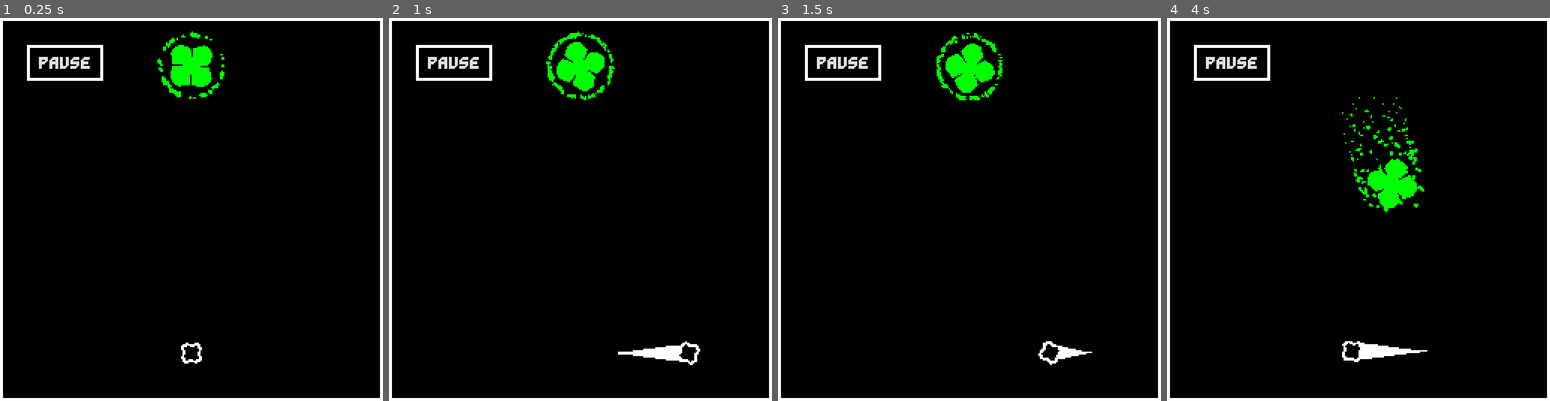
Above: before the commit, frames 1-4 (left to right).
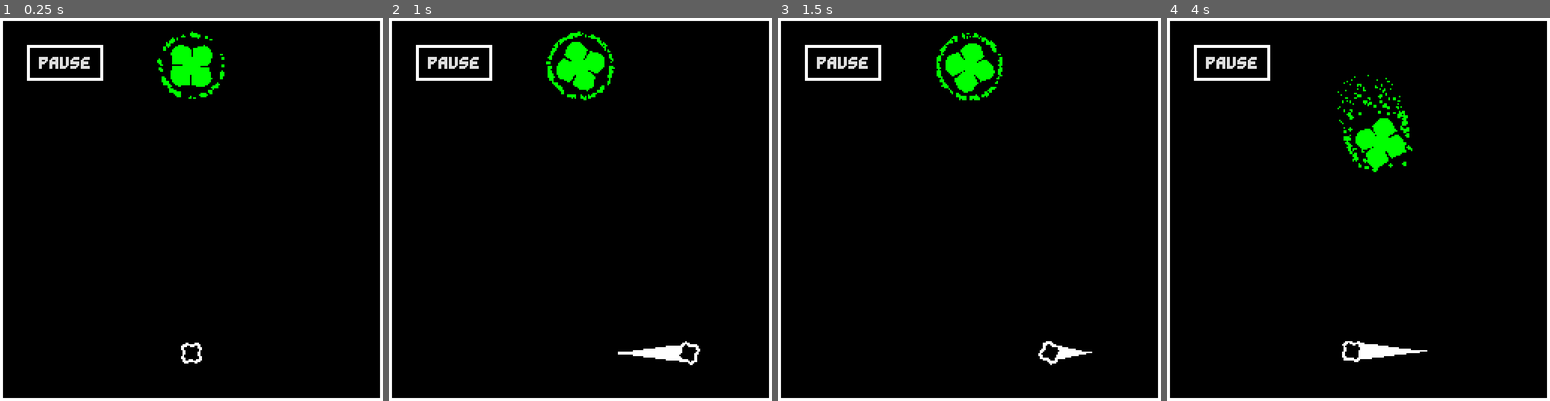
Above: after the commit, the same moments.

Repository: Ayabee527/Wind-Of-Change
Game: Godot game, scene res://bullet_hell/bullethell.tscn
The game is run twice, just before and just after one commit, with the same random seed, the same clock (stepped at 60 frames per second) and the same inputs. This scene is started directly instead of the project's main scene.
Inputs (mouse positions are in pixels of both pictures, inside the frame that each line leads up to):
- Up to frame 1 (0.25 s): no input
- Up to frame 2 (1 s): tap Enter at 0.5 s; move the mouse to (664, 190) at 0.52 s; hold D (move_right) from 0.53 s (still down); tap Backspace at 0.6 s; click (664, 190) at 0.67 s
- Up to frame 3 (1.5 s): release D (move_right) at 1.25 s; drag from (892, 228) to (969, 67) at 1.27 s
- Up to frame 4 (4 s): move the mouse to (1396, 125) at 2.02 s; hold D (move_right) 2.03-2.75 s; tap F at 2.1 s; drag from (1339, 286) to (1477, 351) at 2.77 s; move the mouse to (1473, 266) at 3.52 s; hold A (move_left) from 3.53 s (still down); tap Z at 3.6 s

Frame 1 is identical in both runs. In frame 2, less than 0.1% of the frame differs, in the area x 41-59%, y 3-20%; in frame 3, 0.2%; in frame 4, 2.7%, in the area x 44-68%, y 14-51%.

Commit message:
bullet mode achievements + barrier tweak

Diff:
--- a/game/autoloads/AchievementHandler.gd
+++ b/game/autoloads/AchievementHandler.gd
@@ -112,7 +112,32 @@
 
 	"Help! A Stalker!": {
 		"completed": false,
-		"description": "Evade the goal for 20 seconds!"
+		"description": "Evade the goal for 15 seconds in a bullet-hell run."
+	},
+
+	"It's Trying To Touch Me!": {
+		"completed": false,
+		"description": "Evade the goal for 30 seconds in a bullet-hell run."
+	},
+
+	"Around And Around We Go!": {
+		"completed": false,
+		"description": "Evade the goal for 45 seconds in a bullet-hell run."
+	},
+
+	"Bad Karma!": {
+		"completed": false,
+		"description": "Activate a karma round in a bullet-hell run."
+	},
+
+	"Who Needs Good Karma Anyways!": {
+		"completed": false,
+		"description": "Survive a karma round in a bullet-hell run."
+	},
+
+	"What Goes Around Comes Around!": {
+		"completed": false,
+		"description": "Die to a karma round in a bullet-hell run."
 	},
 
 	"Waste No Time!": {
@@ -123,6 +148,11 @@
 	"Fake Out!": {
 		"completed": false,
 		"description": "Clash with a clone of you 6 times."
+	},
+
+	"Min-Maxing!": {
+		"completed": false,
+		"description": "Last more than 10 minutes in a bullet-hell run."
 	},
 }
 
@@ -137,7 +167,9 @@
 	"Straight Up Ballin!", "Flashing Before My Eyes!", "That One Hurt!",
 	"Bullets, No Brains!", "Slippery Fella!", "Untouchable!",
 	"Bullets No, Brains!", "SO MUCH RED!", "Can't Touch This!",
-	"Help! A Stalker!", "Waste No Time!", "Fake Out!"
+	"Help! A Stalker!", "It's Trying To Touch Me!", "Around And Around We Go!",
+	"Bad Karma!", "Who Needs Good Karma Anyways!", "What Goes Around Comes Around!",
+	"Waste No Time!", "Fake Out!", "Min-Maxing!"
 ]
 
 var ACHIEVEMENT_KEYS: Array
@@ -248,6 +280,8 @@
 		complete("SO MUCH RED!")
 	if bullet_high >= 360:
 		complete("Can't Touch This!")
+	if bullet_high >= 600:
+		complete("Min-Maxing!")
 
 func complete(achievement: String) -> void:
 	if not ACHIEVEMENTS[achievement]["completed"]:
@@ -301,3 +335,5 @@
 		complete("SO MUCH RED!")
 	if bullet_score >= 360:
 		complete("Can't Touch This!")
+	if bullet_score >= 600:
+		complete("Min-Maxing!")
--- a/game/autoloads/Global.gd
+++ b/game/autoloads/Global.gd
@@ -64,8 +64,10 @@
 		if a[0] > b[0]:
 			return true
 		elif a[0] == b[0]:
-			if a[1] > b[1]:
+			if a[1] < b[1]:
 				return true
+			else:
+				return false
 		else:
 			return false
 
--- a/game/autoloads/data_loader.gd
+++ b/game/autoloads/data_loader.gd
@@ -120,11 +120,11 @@
 			var config = ConfigFile.new()
 			config.load(SAVE_PATH)
 
-			config.set_value(USER_NAME, "window_borderless", Global.window_borderless)
-
 			config.set_value(USER_NAME, "game_version", "1.2")
 
 			config.save(SAVE_PATH)
+
+			AchievementHandler.update_achievements()
 
 			upgraded_version = "1.2"
 		CURRENT_GAME_VERSION:
@@ -154,7 +154,6 @@
 		AudioServer.get_bus_index("music")
 	))
 	config.set_value(USER_NAME, "window_movement", Global.window_movement)
-	config.set_value(USER_NAME, "window_borderless", Global.window_borderless)
 	config.set_value(USER_NAME, "endless_highscores", Global.endless_highs)
 	config.set_value(USER_NAME, "bullet_highscores", Global.bullet_highs)
 	config.set_value(USER_NAME, "username", Global.username)
@@ -214,7 +213,6 @@
 	)
 
 	Global.window_movement = config.get_value(USER_NAME, "window_movement")
-	Global.window_borderless = config.get_value(USER_NAME, "window_borderless")
 	Global.mouse_control = config.get_value(USER_NAME, "mouse_control")
 	Global.endless_highs = config.get_value(USER_NAME, "endless_highscores")
 	Global.bullet_highs = config.get_value(USER_NAME, "bullet_highscores")
--- a/game/bullet_hell/bullethell.gd
+++ b/game/bullet_hell/bullethell.gd
@@ -102,8 +102,6 @@
 		window_velocity.y *= bounce_factor
 
 func collect_goal() -> void:
-	goal.mad = false
-	goal.really_mad = false
 	var tween = create_tween()
 	tween.set_ease(Tween.EASE_IN).set_trans(Tween.TRANS_CUBIC)
 	tween.tween_property(
--- a/game/bullet_hell/bullethell.tscn
+++ b/game/bullet_hell/bullethell.tscn
@@ -253,6 +253,17 @@
 fit_content = true
 autowrap_mode = 0
 
+[node name="KARMA" type="RichTextLabel" parent="BGColor/MarginContainer/CenterContainer/VBoxContainer"]
+visible = false
+clip_contents = false
+layout_mode = 2
+theme_override_fonts/normal_font = ExtResource("2_6b54b")
+theme_override_font_sizes/normal_font_size = 16
+bbcode_enabled = true
+text = "[center][wave amp=16 freq=20][rainbow]~ KARMA ~"
+fit_content = true
+autowrap_mode = 0
+
 [node name="VBoxContainer" type="VBoxContainer" parent="BGColor/MarginContainer"]
 layout_mode = 2
 size_flags_vertical = 8
@@ -332,10 +343,12 @@
 friction = 10.0
 speed = 1500.0
 
-[node name="EnemyHandler" type="Node2D" parent="." node_paths=PackedStringArray("enemy_spawner", "projectile_spawner")]
+[node name="EnemyHandler" type="Node2D" parent="." node_paths=PackedStringArray("enemy_spawner", "projectile_spawner", "goal", "karma_label")]
 script = ExtResource("9_xsndm")
 enemy_spawner = NodePath("SpawnerPath/EnemySpawner")
 projectile_spawner = NodePath("ProjectileSpawner")
+goal = NodePath("../BulletHellGoal")
+karma_label = NodePath("../BGColor/MarginContainer/CenterContainer/VBoxContainer/KARMA")
 
 [node name="SpawnerPath" type="Path2D" parent="EnemyHandler"]
 curve = SubResource("Curve2D_kf37y")
@@ -445,6 +458,7 @@
 [node name="OptionsMenu" parent="UI" instance=ExtResource("10_28kbx")]
 visible = false
 
+[connection signal="game_over" from="." to="EnemyHandler" method="_on_bullet_hell_game_over"]
 [connection signal="game_over" from="." to="UI/PauseMenu" method="_on_bullet_hell_game_over"]
 [connection signal="timeout" from="SurviveTimer" to="." method="_on_survive_timer_timeout"]
 [connection signal="timeout" from="StallGrace" to="." method="_on_stall_grace_timeout"]
--- a/game/bullet_hell/enemy_handler.gd
+++ b/game/bullet_hell/enemy_handler.gd
@@ -46,8 +46,11 @@
 
 @export var enemy_spawner: PathFollow2D
 @export var projectile_spawner: Marker2D
+@export var goal: BulletHellGoal
+@export var karma_label: RichTextLabel
 
 var progress: int = 0
+var karma: bool = false
 
 func clear_hazards() -> void:
 	var owies = get_tree().get_nodes_in_group("owies")
@@ -154,7 +157,34 @@
 		get_tree().current_scene.add_child(hazard)
 
 func _on_bullet_hell_goal_collected() -> void:
-	progress += 1
+	if goal.really_mad:
+		if not karma:
+			AchievementHandler.complete("Bad Karma!")
+			progress += 2
+			karma = true
+			karma_label.show()
+
+			print_rich("[wave][color=yellow]Progress: ", progress)
+
+			clear_hazards()
+			spawn_hazards()
+
+			return
+	else:
+		progress += 1
+
+	if karma:
+		progress -= 2
+		karma = false
+		karma_label.hide()
+		AchievementHandler.complete("Who Needs Good Karma Anyways!")
+
+	print_rich("[wave][color=yellow]Progress: ", progress)
 
 	clear_hazards()
 	spawn_hazards()
+
+
+func _on_bullet_hell_game_over() -> void:
+	if karma:
+		AchievementHandler.complete("What Goes Around Comes Around!")
--- a/game/bullet_hell/goal/bullet_hell_goal.gd
+++ b/game/bullet_hell/goal/bullet_hell_goal.gd
@@ -7,7 +7,9 @@
 @export var stun_time: float = 10.0
 
 @export_group("Inner Dependencies")
-@export var evade_timer: Timer
+@export var evade_timer_one: Timer
+@export var evade_timer_two: Timer
+@export var evade_timer_three: Timer
 @export var shape: Polygon2D
 @export var ring: GPUParticles2D
 @export var collision: CollisionShape2D
@@ -38,11 +40,13 @@
 	player = get_tree().get_first_node_in_group("player")
 
 	add_constant_central_force(wind_momma.wind_direction * wind_momma.wind_speed)
-	evade_timer.start()
+	#evade_timer_one.start()
+	#evade_timer_two.start()
+	#evade_timer_three.start()
 
 func _physics_process(delta: float) -> void:
 	if active:
-		magnetize += delta
+		magnetize += delta * 0.65
 
 	magnetize_to_player(delta)
 
@@ -72,9 +76,11 @@
 	if dead:
 		return
 
-	if evade_timer.wait_time - evade_timer.time_left <= 0.25:
+	if evade_timer_one.wait_time - evade_timer_one.time_left <= 0.25:
 		AchievementHandler.complete("Waste No Time!")
-	evade_timer.stop()
+	evade_timer_one.stop()
+	evade_timer_two.stop()
+	evade_timer_three.stop()
 
 	active = false
 	magnetize = 0.0
@@ -85,6 +91,8 @@
 
 	collect_sound.play()
 	collected.emit()
+	mad = false
+	really_mad = false
 
 	var tween = create_tween()
 	tween.set_ease(Tween.EASE_IN_OUT).set_trans(Tween.TRANS_CUBIC)
@@ -105,7 +113,9 @@
 	player_zone_collision.set_deferred("disabled", false)
 	activated.emit()
 	active = true
-	evade_timer.start()
+	evade_timer_one.start()
+	evade_timer_two.start()
+	evade_timer_three.start()
 
 func die() -> void:
 	collision.set_deferred("disabled", true)
@@ -134,5 +144,13 @@
 		)
 
 
-func _on_evade_timer_timeout() -> void:
+func _on_evade_timer_1_timeout() -> void:
 	AchievementHandler.complete("Help! A Stalker!")
+
+
+func _on_evade_timer_2_timeout() -> void:
+	AchievementHandler.complete("It's Trying To Touch Me!")
+
+
+func _on_evade_timer_3_timeout() -> void:
+	AchievementHandler.complete("Around And Around We Go!")
--- a/game/bullet_hell/goal/bullet_hell_goal.tscn
+++ b/game/bullet_hell/goal/bullet_hell_goal.tscn
@@ -4,7 +4,7 @@
 [ext_resource type="Texture2D" uid="uid://dmmadcrn8ay1x" path="res://assets/textures/circle-filled.png" id="1_tv4ga"]
 [ext_resource type="AudioStream" uid="uid://bu3x6qlggbhka" path="res://assets/sounds/wewewewe.wav" id="3_b4x47"]
 [ext_resource type="AudioStream" uid="uid://d0i67nhh1aq0o" path="res://assets/sounds/3up.wav" id="4_qq36h"]
-[ext_resource type="AudioStream" uid="uid://b82ilmqxmlcla" path="res://assets/sounds/1up.wav" id="5_nbl15"]
+[ext_resource type="AudioStream" uid="uid://beh8xlwqswov8" path="res://assets/sounds/excited.wav" id="5_pb20t"]
 
 [sub_resource type="PhysicsMaterial" id="PhysicsMaterial_hkmxs"]
 rough = true
@@ -58,10 +58,10 @@
 [sub_resource type="AudioStreamRandomizer" id="AudioStreamRandomizer_otihg"]
 random_pitch = 1.15
 streams_count = 1
-stream_0/stream = ExtResource("5_nbl15")
+stream_0/stream = ExtResource("5_pb20t")
 stream_0/weight = 1.0
 
-[node name="BulletHellGoal" type="RigidBody2D" node_paths=PackedStringArray("evade_timer", "shape", "ring", "collision", "player_zone_collision", "collect_sound", "ready_sound", "mad_sound", "really_mad_sound")]
+[node name="BulletHellGoal" type="RigidBody2D" node_paths=PackedStringArray("evade_timer_one", "evade_timer_two", "evade_timer_three", "shape", "ring", "collision", "player_zone_collision", "collect_sound", "ready_sound", "mad_sound", "really_mad_sound")]
 collision_layer = 16
 collision_mask = 5
 physics_material_override = SubResource("PhysicsMaterial_hkmxs")
@@ -70,7 +70,9 @@
 contact_monitor = true
 constant_torque = 200.0
 script = ExtResource("1_6swtt")
-evade_timer = NodePath("EvadeTimer")
+evade_timer_one = NodePath("EvadeTimer1")
+evade_timer_two = NodePath("EvadeTimer2")
+evade_timer_three = NodePath("EvadeTimer3")
 shape = NodePath("Shape")
 ring = NodePath("Ring")
 collision = NodePath("CollisionShape2D")
@@ -117,10 +119,20 @@
 pitch_scale = 0.15
 bus = &"sfx"
 
-[node name="EvadeTimer" type="Timer" parent="."]
-wait_time = 20.0
+[node name="EvadeTimer1" type="Timer" parent="."]
+wait_time = 15.0
+one_shot = true
+
+[node name="EvadeTimer2" type="Timer" parent="."]
+wait_time = 30.0
+one_shot = true
+
+[node name="EvadeTimer3" type="Timer" parent="."]
+wait_time = 45.0
 one_shot = true
 
 [connection signal="area_entered" from="PlayerZone" to="." method="_on_player_zone_area_entered"]
 [connection signal="body_entered" from="PlayerZone" to="." method="_on_player_zone_body_entered"]
-[connection signal="timeout" from="EvadeTimer" to="." method="_on_evade_timer_timeout"]
+[connection signal="timeout" from="EvadeTimer1" to="." method="_on_evade_timer_1_timeout"]
+[connection signal="timeout" from="EvadeTimer2" to="." method="_on_evade_timer_2_timeout"]
+[connection signal="timeout" from="EvadeTimer3" to="." method="_on_evade_timer_3_timeout"]
--- a/game/goal/hazards/barrier/barrier.gd
+++ b/game/goal/hazards/barrier/barrier.gd
@@ -1,4 +1,6 @@
 extends RigidBody2D
+
+@export var follow_speed: float = 1000.0
 
 @export var shape: Node2D
 @export var trail: Trail
@@ -12,15 +14,26 @@
 
 var wind_momma: WindMomma
 
+var player: Player
+
 func _ready() -> void:
+	player = get_tree().get_first_node_in_group("player")
+
 	wind_momma = get_tree().get_first_node_in_group("wind_momma")
 	wind_momma.wind_updated.connect(update_wind)
 
 	add_constant_central_force(wind_momma.wind_direction * wind_momma.wind_speed)
 
-	angular_velocity = randf_range(-TAU * 2.0, TAU * 2.0)
+	global_rotation = TAU * randf()
 
 	freeze_timer.start()
+
+func _physics_process(delta: float) -> void:
+	var dir_to_player := global_position.direction_to(player.global_position)
+
+	apply_central_force(
+		dir_to_player * follow_speed
+	)
 
 func die() -> void:
 	barrier_collision.set_deferred("disabled", true)
--- a/game/goal/hazards/barrier/barrier.tscn
+++ b/game/goal/hazards/barrier/barrier.tscn
@@ -44,6 +44,7 @@
 mass = 5.0
 physics_material_override = SubResource("PhysicsMaterial_oafr4")
 gravity_scale = 0.0
+lock_rotation = true
 max_contacts_reported = 4
 contact_monitor = true
 script = ExtResource("1_yl5kw")
Not shown, changed: game/kanban_tasks_data.kanban

■ REQUIREMENT ■
What should be set down is every line from the opening of the records through the line that contains "- Up to frame 4", exactly, with pictures left out.

■ ANSWER FOR THIS EXERCISE ■
Above: before the commit, frames 1-4 (left to right).
Above: after the commit, the same moments.

Repository: Ayabee527/Wind-Of-Change
Game: Godot game, scene res://bullet_hell/bullethell.tscn
The game is run twice, just before and just after one commit, with the same random seed, the same clock (stepped at 60 frames per second) and the same inputs. This scene is started directly instead of the project's main scene.
Inputs (mouse positions are in pixels of both pictures, inside the frame that each line leads up to):
- Up to frame 1 (0.25 s): no input
- Up to frame 2 (1 s): tap Enter at 0.5 s; move the mouse to (664, 190) at 0.52 s; hold D (move_right) from 0.53 s (still down); tap Backspace at 0.6 s; click (664, 190) at 0.67 s
- Up to frame 3 (1.5 s): release D (move_right) at 1.25 s; drag from (892, 228) to (969, 67) at 1.27 s
- Up to frame 4 (4 s): move the mouse to (1396, 125) at 2.02 s; hold D (move_right) 2.03-2.75 s; tap F at 2.1 s; drag from (1339, 286) to (1477, 351) at 2.77 s; move the mouse to (1473, 266) at 3.52 s; hold A (move_left) from 3.53 s (still down); tap Z at 3.6 s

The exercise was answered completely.